Which brings me to the second phrase of the weekend:
Monitorial Citizenship
I first saw the term in this excellent article by another young journalist, Alice Bell. In it, she credits the origin of the term to Michael Shudson, in Chapter 4 in this book. Alice explains:
Bring on the bloggers, do. Some of them are very clever. But you have to admit that they are also a bit weird. Even those without much formal training have expertise built up over time and devotion to their cause. The weirdness of bloggers’ skills and knowledge is what makes them valuable, but it also betrays what a limited section of the public they are. Sociologist Michael Shudson has a useful term, “monitorial citizenship” (like pencil monitors in school), where different citizens can keep an eye on different parts of information fed to us. This is not a technocracy, ruled by experts; citizens still check, but neither does it expect everyone to be able to know about and contribute to everything.
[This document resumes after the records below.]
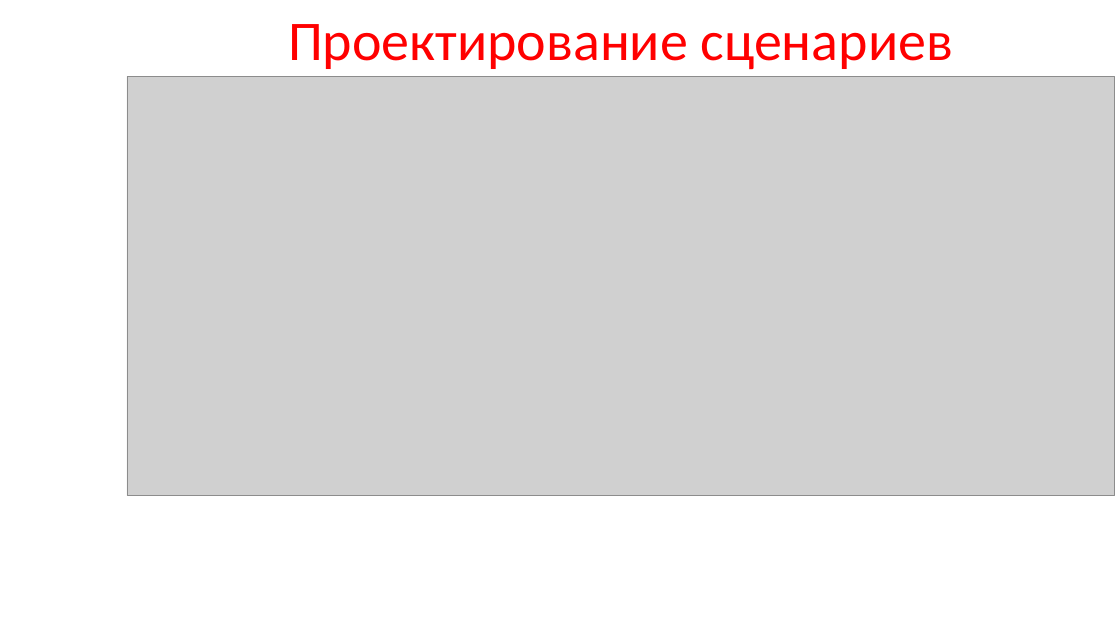
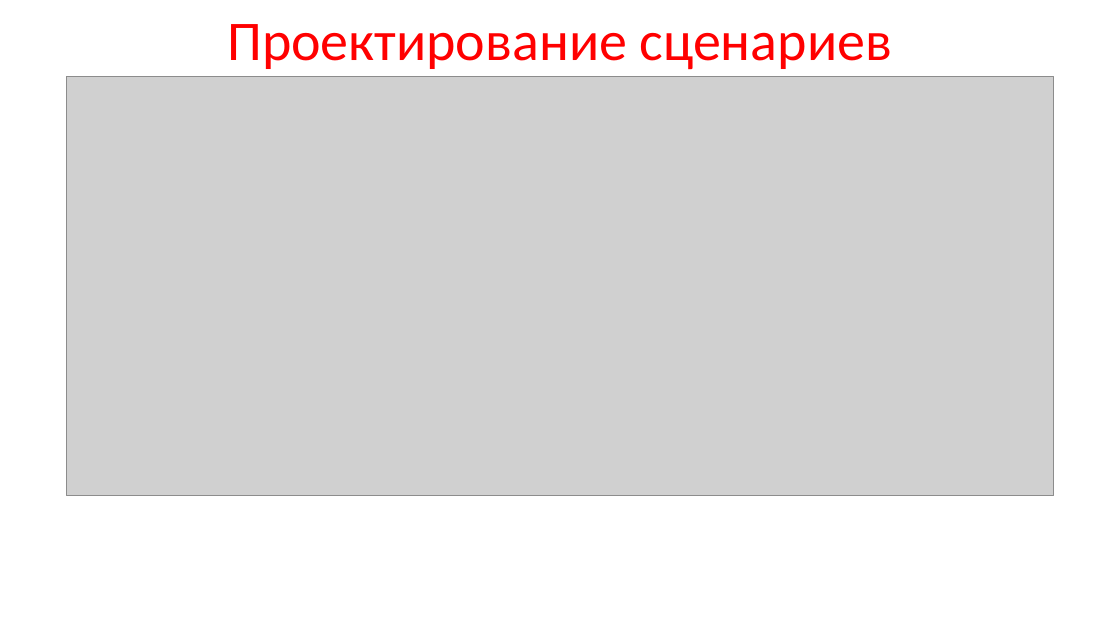
Before and after one commit to prog-kkkmt/p1-17, a slide deck: slide 5 of Курсовой проект/Презентация курсового проекта.pptx. Drawn at 1120x630 pixels with LibreOffice and Linux fonts; fonts in the diff are those of the drawing; grey boxes stand for pictures. Boxes give left, top, right and bottom in pixels: in the first picture for what was removed or moved away, otherwise in the second. Text is boxed around its words. In the diff, an @@ line names an element or a change of style, - is before the commit and + after.

```diff
--- a/Курсовой проект/Презентация курсового проекта.pptx
+++ b/Курсовой проект/Презентация курсового проекта.pptx
@@ text "Проектирование сценариев": place and size @@
-text "Проектирование сценариев" at (288, 24, 953, 70)
+text "Проектирование сценариев" at (227, 24, 892, 70)
@@ text "Проектирование сценариев" at (227, 24, 892, 70): vertical alignment top to middle @@
@@ picture: place and size @@
-picture at (127, 76, 1115, 496)
+picture at (66, 76, 1054, 496)
```
Also in this commit, not shown: 5 other slides changed, 2 other files.

Generalist know a little bit of everything, but nothing very well. Expert knows one thing, but knows it really well. And for each area of life, there will be a small group of experts available online to ask questions of.
In other words, there are two kinds of experts. One kind is pretty reclusive – they do their work, do not spend much time online, and they are so immersed in their worlds it is difficult for them to fathom how far above everyone else their expertise is. In interviews, they assume that people know things that to them seem so basic, but are not. They may have trouble explaining things in a language accessible to lay audience. The interviewing journalist will have trouble making sense out of that as well. The overall experience may be quite negative and the resulting article is probably going to be bad.
But there is the other kind of expert – the kind that spends a lot of time communicating their expertise, online or offline. This includes expert bloggers as well. They usually “go direct“, i.e., communicate directly to the lay audiences. But they are also the best sources of information and expertise for the “temporary experts”, the journalists writing stories about the topic for an even more lay audience than the usual blog readership. The journalist can come to the blogger, or the blogger can come to the journalist, and they can much more easily understand each other and bridge across the levels of expertise, resulting in a much better understanding by the journalist, and a much better final article coming out of such a collaboration. Such a collaboration requires the reporter to understand what is true expertise, requires the reporter to become a ‘temporary expert’ and also requires the expert to understand that the reporter is, or is becoming, a ‘temporary expert’ and needs help in that process, not automatic dismissal.